▶ _What you are asked to do_
Write out each record exactly as given, but do not include the pictures.

▶ _Dataset excerpts_
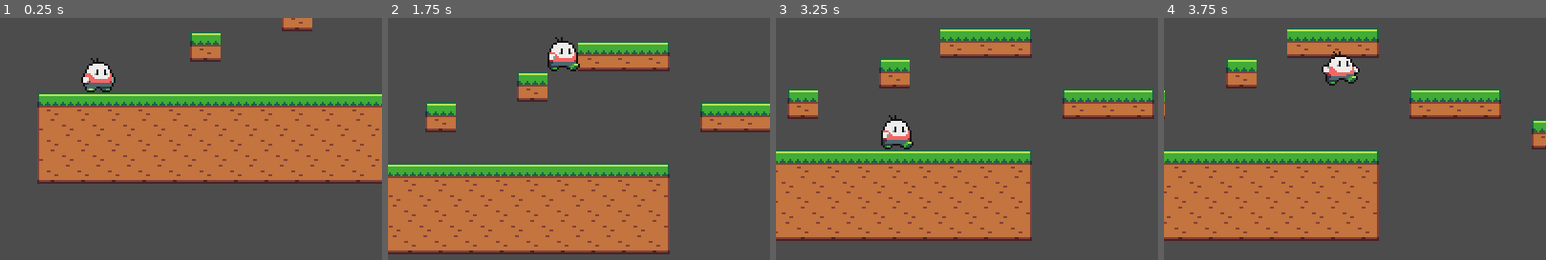
Above: before the commit, frames 1-4 (left to right).
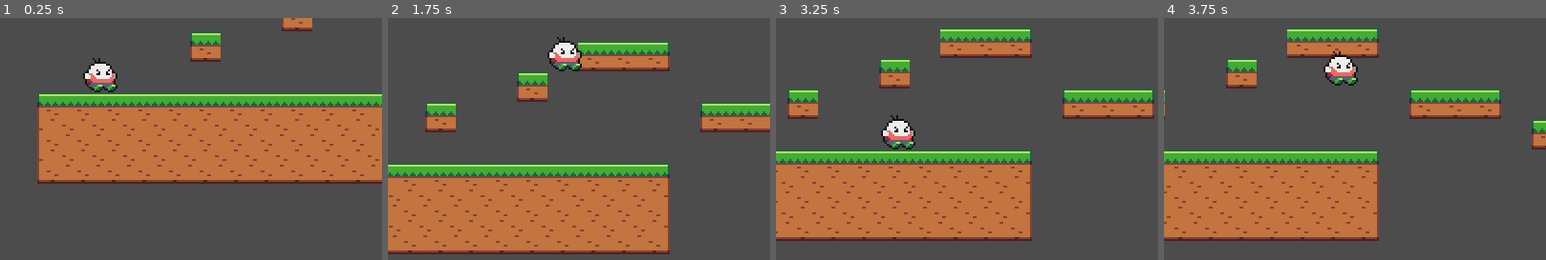
Above: after the commit, the same moments.

Repository: alan1tavares/lab-godot
Game: Godot game, scene res://Main.tscn
The game is run twice, just before and just after one commit, with the same random seed, the same clock (stepped at 60 frames per second) and the same inputs.
Inputs:
- Up to frame 1 (0.25 s): no input
- Up to frame 2 (1.75 s): tap Enter at 0.5 s; hold Up (ui_up) 0.53-1.28 s; hold Right (ui_right) from 0.53 s (still down); tap Up (ui_up) at 1.35, 1.52 s
- Up to frame 3 (3.25 s): tap Up (ui_up) at 1.82, 2.85, 3.02 s; release Right (ui_right) at 2.03 s; hold Left (ui_left) 2.03-2.78 s; hold Up (ui_up) 2.03-2.78 s; hold Right (ui_right) from 2.78 s (still down)
- Up to frame 4 (3.75 s): keep holding Right (ui_right); tap Up (ui_up) at 3.32 s; hold Up (ui_up) from 3.53 s (still down)
The pictures show only the part of the screen within x 37-87%, y 50-100%; the shares and areas given below are measured in that part.

The runs differ from the first frame. In frame 1, 0.5% of the frame differs, in the area x 21-31%, y 16-31%; in frame 2, 0.5%; in frame 3, 0.5%; in frame 4, 0.4%.

Commit message:
Tentei usar a mesma lógica de pulo do jogo que vem como exemplo, mas não deu muito certo. Provavelmente eu entendi errado o script do jogo de exemplo

Diff:
--- a/Simple 2d/Player.gd
+++ b/Simple 2d/Player.gd
@@ -33,11 +33,13 @@
 		motion.x = 0
 		anim = "idle"
 
-	if is_on_floor():
-		if Input.is_action_pressed("ui_up"):
-			motion.y = JUMP_HEIGHT
+	if is_on_floor() and Input.is_action_pressed("ui_up"):
+		motion.y = JUMP_HEIGHT
 	else:
-		anim = "jump"
+		if motion.y < 0:
+			anim = "jump"
+		else:
+			anim = "falling"
 
 	$AnimatedSprite.play(anim)
 	motion = move_and_slide(motion, UP)
--- a/Simple 2d/Player.tscn
+++ b/Simple 2d/Player.tscn
@@ -2,9 +2,9 @@
 
 [ext_resource path="res://Player.gd" type="Script" id=1]
 [ext_resource path="res://assets/walk_1.png" type="Texture" id=2]
-[ext_resource path="res://assets/jump_1.png" type="Texture" id=3]
-[ext_resource path="res://assets/jump_2.png" type="Texture" id=4]
-[ext_resource path="res://assets/jump_3.png" type="Texture" id=5]
+[ext_resource path="res://assets/jump_3.png" type="Texture" id=3]
+[ext_resource path="res://assets/jump_1.png" type="Texture" id=4]
+[ext_resource path="res://assets/jump_2.png" type="Texture" id=5]
 [ext_resource path="res://assets/walk_2.png" type="Texture" id=6]
 [ext_resource path="res://assets/walk_3.png" type="Texture" id=7]
 
@@ -16,7 +16,12 @@
 "name": "idle",
 "speed": 5.0
 }, {
-"frames": [ ExtResource( 3 ), ExtResource( 4 ), ExtResource( 5 ) ],
+"frames": [ ExtResource( 3 ) ],
+"loop": true,
+"name": "falling",
+"speed": 5.0
+}, {
+"frames": [ ExtResource( 4 ), ExtResource( 5 ) ],
 "loop": true,
 "name": "jump",
 "speed": 5.0

▶ _Solution to this task_
Above: before the commit, frames 1-4 (left to right).
Above: after the commit, the same moments.

Repository: alan1tavares/lab-godot
Game: Godot game, scene res://Main.tscn
The game is run twice, just before and just after one commit, with the same random seed, the same clock (stepped at 60 frames per second) and the same inputs.
Inputs:
- Up to frame 1 (0.25 s): no input
- Up to frame 2 (1.75 s): tap Enter at 0.5 s; hold Up (ui_up) 0.53-1.28 s; hold Right (ui_right) from 0.53 s (still down); tap Up (ui_up) at 1.35, 1.52 s
- Up to frame 3 (3.25 s): tap Up (ui_up) at 1.82, 2.85, 3.02 s; release Right (ui_right) at 2.03 s; hold Left (ui_left) 2.03-2.78 s; hold Up (ui_up) 2.03-2.78 s; hold Right (ui_right) from 2.78 s (still down)
- Up to frame 4 (3.75 s): keep holding Right (ui_right); tap Up (ui_up) at 3.32 s; hold Up (ui_up) from 3.53 s (still down)
The pictures show only the part of the screen within x 37-87%, y 50-100%; the shares and areas given below are measured in that part.

The runs differ from the first frame. In frame 1, 0.5% of the frame differs, in the area x 21-31%, y 16-31%; in frame 2, 0.5%; in frame 3, 0.5%; in frame 4, 0.4%.

Commit message:
Tentei usar a mesma lógica de pulo do jogo que vem como exemplo, mas não deu muito certo. Provavelmente eu entendi errado o script do jogo de exemplo

Diff:
--- a/Simple 2d/Player.gd
+++ b/Simple 2d/Player.gd
@@ -33,11 +33,13 @@
 		motion.x = 0
 		anim = "idle"
 
-	if is_on_floor():
-		if Input.is_action_pressed("ui_up"):
-			motion.y = JUMP_HEIGHT
+	if is_on_floor() and Input.is_action_pressed("ui_up"):
+		motion.y = JUMP_HEIGHT
 	else:
-		anim = "jump"
+		if motion.y < 0:
+			anim = "jump"
+		else:
+			anim = "falling"
 
 	$AnimatedSprite.play(anim)
 	motion = move_and_slide(motion, UP)
--- a/Simple 2d/Player.tscn
+++ b/Simple 2d/Player.tscn
@@ -2,9 +2,9 @@
 
 [ext_resource path="res://Player.gd" type="Script" id=1]
 [ext_resource path="res://assets/walk_1.png" type="Texture" id=2]
-[ext_resource path="res://assets/jump_1.png" type="Texture" id=3]
-[ext_resource path="res://assets/jump_2.png" type="Texture" id=4]
-[ext_resource path="res://assets/jump_3.png" type="Texture" id=5]
+[ext_resource path="res://assets/jump_3.png" type="Texture" id=3]
+[ext_resource path="res://assets/jump_1.png" type="Texture" id=4]
+[ext_resource path="res://assets/jump_2.png" type="Texture" id=5]
 [ext_resource path="res://assets/walk_2.png" type="Texture" id=6]
 [ext_resource path="res://assets/walk_3.png" type="Texture" id=7]
 
@@ -16,7 +16,12 @@
 "name": "idle",
 "speed": 5.0
 }, {
-"frames": [ ExtResource( 3 ), ExtResource( 4 ), ExtResource( 5 ) ],
+"frames": [ ExtResource( 3 ) ],
+"loop": true,
+"name": "falling",
+"speed": 5.0
+}, {
+"frames": [ ExtResource( 4 ), ExtResource( 5 ) ],
 "loop": true,
 "name": "jump",
 "speed": 5.0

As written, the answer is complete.